Iter 1000: Val loss 0.791, Val took 99.140s
Iter 1000: Train loss 0.396, Learning Rate 4.407e-06, It/sec 0.248, Tokens/sec 172.078, Trained Tokens 683991, Peak mem 33.410 GB
Iter 1000: Saved adapter weights to adapters-drs2/adapters.safetensors and adapters-drs2/0001000_adapters.safetensors.
Saved final weights to adapters-drs2/adapters.safetensors.

Fusing LORA and exporting GGUF

Once you are ready and done with your traing you can either use LORA adapter in generation of just fuse this LORA adapter it into base model which is more handy as it can be also copied into LMStudio model directory for much more user friendly use and your newly trained model evaluation.

python -m mlx_lm.fuse --model $1 --adapter-path adapters --save-path model/$2
cp -r model/$2 /Users/your-user/.lmstudio/models/your-space/

Where $1 is HuggingFace base model path, $2 is model name in output path. You can also fuse into GGUF format by using --export-gguf and you can also convert HF model into GGUF using llama.cpp (https://github.com/ggml-org/llama.cpp.git). Please note that converting it into GGUF or converting it into Ollama “format” will possibly cause quality issues. Cause for this might be because of weights formatting, number representation or other graph difrerences which are by now not idientifed on my side.

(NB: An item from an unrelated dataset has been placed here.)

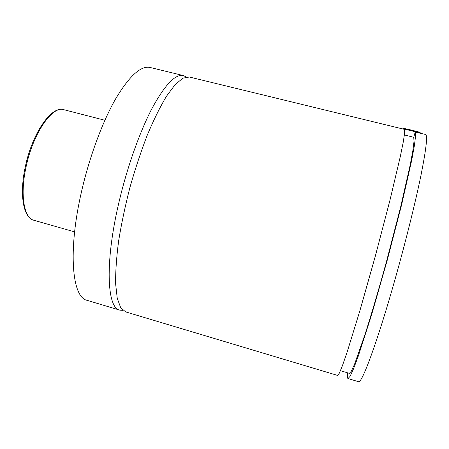 <?xml version="1.0" encoding="UTF-8"?>
<svg xmlns="http://www.w3.org/2000/svg" width="449" height="449" viewBox="0 0 449 449"><rect width="100%" height="100%" fill="white"/><g stroke="black" fill="none" stroke-linecap="round" stroke-linejoin="round"><path stroke-width="0.67" d="M186.251 76.959L183.394 75.567C175.469 73.759 165.086 84.564 152.245 107.973C139.903 131.439 127.207 167.006 118.991 202.112C104.668 262.536 106.974 308.115 119.76 310.124L122.931 310.366M189.366 77.015L182.956 78.143L175.217 84.524L166.427 96.311C160.158 106.778 153.816 119.625 147.39 134.84C141.093 151.15 135.312 168.543 130.053 187.008C125.26 205.597 121.46 223.523 118.654 240.782C116.504 257.159 115.488 271.449 115.606 283.65L117.234 298.259L120.686 307.677L125.653 311.892L337.642 375.443L339.349 373.147L342.508 365.435L347.099 352.196L359.941 310.573L375.476 255.537L390.069 199.783L400.373 156.263L403.297 141.839L404.661 132.893L404.527 129.385L189.366 77.015M420.528 133.241C419.607 132.68 404.701 129.054 402.596 128.874L403.398 128.392C405.615 128.571 421.28 132.444 420.129 132.528M404.42 134.947L413.754 137.293L415.207 132.068L425.529 134.447C427.807 135.093 426.258 148.849 420.887 175.722C415.387 202.51 405.75 241.36 395.361 278.217C377.508 341.779 361.552 384.602 358.459 381.684L348.026 378.552C347.386 378.299 347.229 376.385 347.548 372.81M183.394 75.567L150.224 67.496C140.992 65.38 129.48 75.797 115.696 98.758C102.49 121.791 89.418 156.914 81.482 191.779C67.614 251.771 72.233 297.676 87.061 300.325L119.76 310.124M413.754 137.293L414.012 141.418L412.844 150.69L410.173 165.097L400.547 207.399L386.735 260.594C379.169 288.106 371.581 313.873 365.065 334.297L354.603 364.083L351.292 371.272L349.35 373.349L340.449 370.689M415.207 132.068L415.555 136.114L414.405 145.555L411.677 160.405L401.703 204.424L387.251 260.167L371.604 314.783L358.381 355.861L353.52 368.865L350.057 376.385L348.026 378.552M63.769 109.674C52.477 105.453 33.063 133.23 26.109 166.691C19.874 194.591 23.949 218.13 33.776 220.24C23.163 217.754 19.228 194.097 25.38 166.411C32.317 133.252 51.467 105.425 63.769 109.674L104.875 120.265M419.967 132.534L420.331 133.157M33.776 220.24L74.601 231.875"/></g></svg>

python convert_hf_to_gguf.py ~/.lmstudio/models/your-space/your-model-folder --outtype q8_0 --outfile ./out.gguf

Data

You need data to start training. It is whole separate concept aside from properly parametrizing your training process. It is not only data itself but whole augumentation process including paraphrases, synonyms, negative examples, step-by-step etc.

Available formats are as follows:

{"messages": [{"role": "user", "content": "What is AI?"}, {"role": "assistant", "content": "AI is..."}]}
{"prompt": "Explain quantum computing", "completion": "Quantum computing uses..."}
{"text": "Complete text for language modeling"}

Tried all of them and the most applealing seems to be prompt/completion one.